The normalized variance, χ, in cuboidal volumes with dimensions of L × L × 3 ų next to SAM surfaces are shown in Figure 4 as a function of the length L of the cuboid. We maintained the width to be constant, equal to 3 Å, which is approximately equal to the size of a water molecule. The choice of such a thin cuboid as an observation volume allows for calculations of water occupancy fluctuations near or farther away from the SAM surface, thereby providing local and bulk measurements of these quantities. The normalized variance depends on the size and shape of the volume of interest even in bulk water and therefore a direct comparison between the numerical values of χ for a cuboid and a sphere is not useful. Indeed, while the large radius limit for the spherical volume in the bulk liquid corresponds to the bulk compressibility, in the case of the cuboidal volume with a single fixed dimension (e.g., 3 Å in the z direction), the effective compressibility in the infinite volume limit can be distinct from the bulk compressibility. Nevertheless, it is instructive to compare how χ depends on the size of the observation volume in these inhomogeneous environments.

Figure 4.

Normalized variance χ as a function of L for cuboidal observation volumes (L × L × 3 ų) placed at different z locations from the −OH (left) and −CH₃ (right) SAM surfaces in TIP3P water. As described in the caption of Figure 3, there are 11 in (a) and 14 curves in (b) spanning the region from the bulk to the interface.

For cuboids placed more than 20 Å or more away from either −CH₃ or −OH SAM surfaces (Figure 4), that is, when the cuboid is effectively in bulk water, the variation of χ with L is qualitatively similar to that observed for a sphere in bulk water. Namely, χ(L =0) is one and subsequently decreases with increasing L, asymptotically approaching an infinite volume limit. As noted above, this asymptotic limit is not necessarily k_BTρ_wκ_T because the width of the cuboid is not infinity but roughly the size of a water molecule. Rather, this effective or local compressibility can be thought of as a susceptibility of the water density within the observation volume to respond to external forces applied to that volume.⁵³

Probing the cuboidal volumes approaching the SAM surface, however, both the variance and average of the water occupancy distribution are expected to be influenced by the surface.
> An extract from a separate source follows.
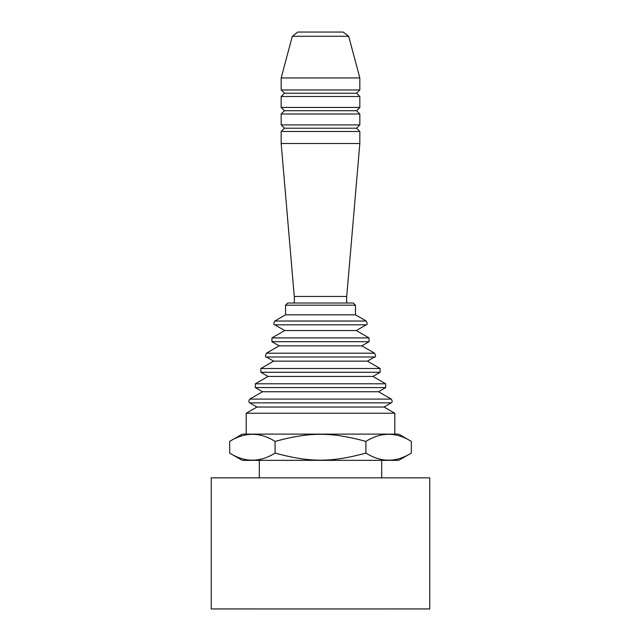 <?xml version="1.0" encoding="UTF-8"?>
<svg xmlns="http://www.w3.org/2000/svg" width="641" height="641" viewBox="0 0 641 641"><rect width="100%" height="100%" fill="white"/><g stroke="black" fill="none" stroke-linecap="round" stroke-linejoin="round"><path stroke-width="0.96" d="M287.721 303.017L285.533 305.204L355.467 305.204L353.279 303.017L287.721 303.017L294.323 303.017L294.323 296.463M355.467 314.827L285.533 314.827L274.789 321.037L366.211 321.037L355.467 314.827L355.467 305.204M274.789 324.819L366.211 324.819L356.292 330.548L284.708 330.548L274.789 324.819C273.475 324.891 273.475 323.625 274.789 321.037M271.96 341.693L369.04 341.693L361.845 345.844L279.155 345.844L271.96 341.693L271.96 337.911L369.04 337.911L356.292 330.548M266.408 356.989L374.592 356.989L367.397 361.139L273.603 361.139L266.408 356.989C265.142 357.141 265.142 355.875 266.408 353.207L374.592 353.207L361.845 345.844M260.863 372.285L380.137 372.285L372.942 376.435L268.058 376.435L260.863 372.285L260.863 368.503L380.137 368.503L367.397 361.139M255.31 387.581L385.69 387.581L378.494 391.739L262.506 391.739L255.31 387.581L255.31 383.799L385.69 383.799L372.942 376.435M249.758 402.877L391.242 402.877L384.047 407.035L256.953 407.035L249.758 402.877C248.556 402.163 248.556 400.897 249.758 399.095L391.242 399.095L378.494 391.739M384.047 407.035L394.8 413.237L246.2 413.237L246.2 434.125M292.328 36.273L348.672 36.273L343.167 32.05L297.833 32.05L292.328 36.273L281.167 77.938L281.167 89.956L359.833 89.956L359.833 77.938L281.167 77.938M359.833 89.956L356.556 93.233L284.444 93.233L281.167 89.956M359.833 96.511L281.167 96.511L281.167 107.44L359.833 107.44L359.833 96.511L356.556 93.233M359.833 107.44L356.556 110.717L284.444 110.717L281.167 107.44M359.833 113.994L281.167 113.994L281.167 124.923L359.833 124.923L359.833 113.994L356.556 110.717M359.833 124.923L356.556 128.2L284.444 128.2L281.167 124.923M359.833 131.477L281.167 131.477L281.167 143.496L359.833 143.496L359.833 131.477L356.556 128.2M359.833 143.496L346.725 296.463L294.275 296.463L281.167 143.496M381.683 460.35L381.683 477.841L429.758 477.833L429.758 608.95L211.242 608.942L211.242 477.841L429.758 477.841L429.758 608.942L211.242 608.95L211.242 477.833L259.317 477.833L259.317 460.35M365.915 453.075C381.058 462.538 396.194 462.538 411.338 453.075L411.338 441.409C396.194 431.938 381.058 431.938 365.915 441.409C331.181 431.938 309.819 431.938 275.085 441.409C259.942 431.938 244.806 431.938 229.662 441.409L229.662 453.075C244.806 462.538 259.942 462.538 275.085 453.075C309.819 462.538 331.181 462.538 365.915 453.075L365.915 441.409M411.338 453.075L398.734 460.35L242.266 460.35L229.662 453.075M411.338 441.409L398.734 434.125L242.266 434.125L229.662 441.409M275.085 453.075L275.085 441.409M285.533 305.204L285.533 314.827M366.211 324.819C367.525 324.891 367.525 323.625 366.211 321.037M284.708 330.548L271.96 337.911M369.04 341.693L369.04 337.911M279.155 345.844L266.408 353.207M374.592 356.989C375.858 357.141 375.858 355.875 374.592 353.207M273.603 361.139L260.863 368.503M380.137 372.285L380.137 368.503M268.058 376.435L255.31 383.799M385.69 387.581L385.69 383.799M262.506 391.739L249.758 399.095M391.242 402.877C392.444 402.163 392.444 400.897 391.242 399.095M256.953 407.035L246.2 413.237M394.8 413.237L394.8 434.125M348.672 36.273L359.833 77.938M284.444 93.233L281.167 96.511M284.444 110.717L281.167 113.994M284.444 128.2L281.167 131.477M346.677 296.463L346.677 303.017"/></g></svg>

For cuboids placed 1, 1.5, and 2 Å from the origin (which is defined by the peak of the −OH head group density peak), although the qualitative behavior is χ versusL is similar to that in the bulk, the normalized variance is enhanced relative to the bulk. This does not indicate enhanced density fluctuations but is a result of the complex interplay between reduction in the density in the denominator and the bulk water-like correlations between water molecules in the cuboid mediated by the crystalline templating of the surface −OH group. In contrast, next to the −CH₃-terminated SAM, χ exhibits a significantly different dependence on L. Namely, for cuboids placed in contact with the hydrophobic surface (at distances of 1, 1.5, 2, and 2.5 Å) fluctuations are greatly enhanced with no clear convergence of χ with increasing L. The values of χ for a cuboid of length 25 Å are many times greater than that in the bulk solution. These observations suggest that an extended hydrophobic surface has a more profound impact on density fluctuations, causing greater consternation in the waters in contact with the surface. These enhanced fluctuations are attributable to long-range capillary fluctuations at surfaces that help moderate large-scale hydrophobic interactions.^54,55

The qualitative similarity of the dependence of water occupation fluctuations on size in cuboidal and spherical observation volumes in the bulk suggests that an interpolative fluctuation formula may be constructed for non-spherical volumes to bridge between the microscopic and macroscopic limits, although the infinite volume-normalized variance may depend on the details of the specific geometry. In this case, the asymptotic value in the bulk may be determined following eq 7, utilizing the appropriate integration domain. As hydrophobic interfaces are approached, however, it will be necessary to account for the large-scale fluctuations that are quenched at hydrophilic surfaces.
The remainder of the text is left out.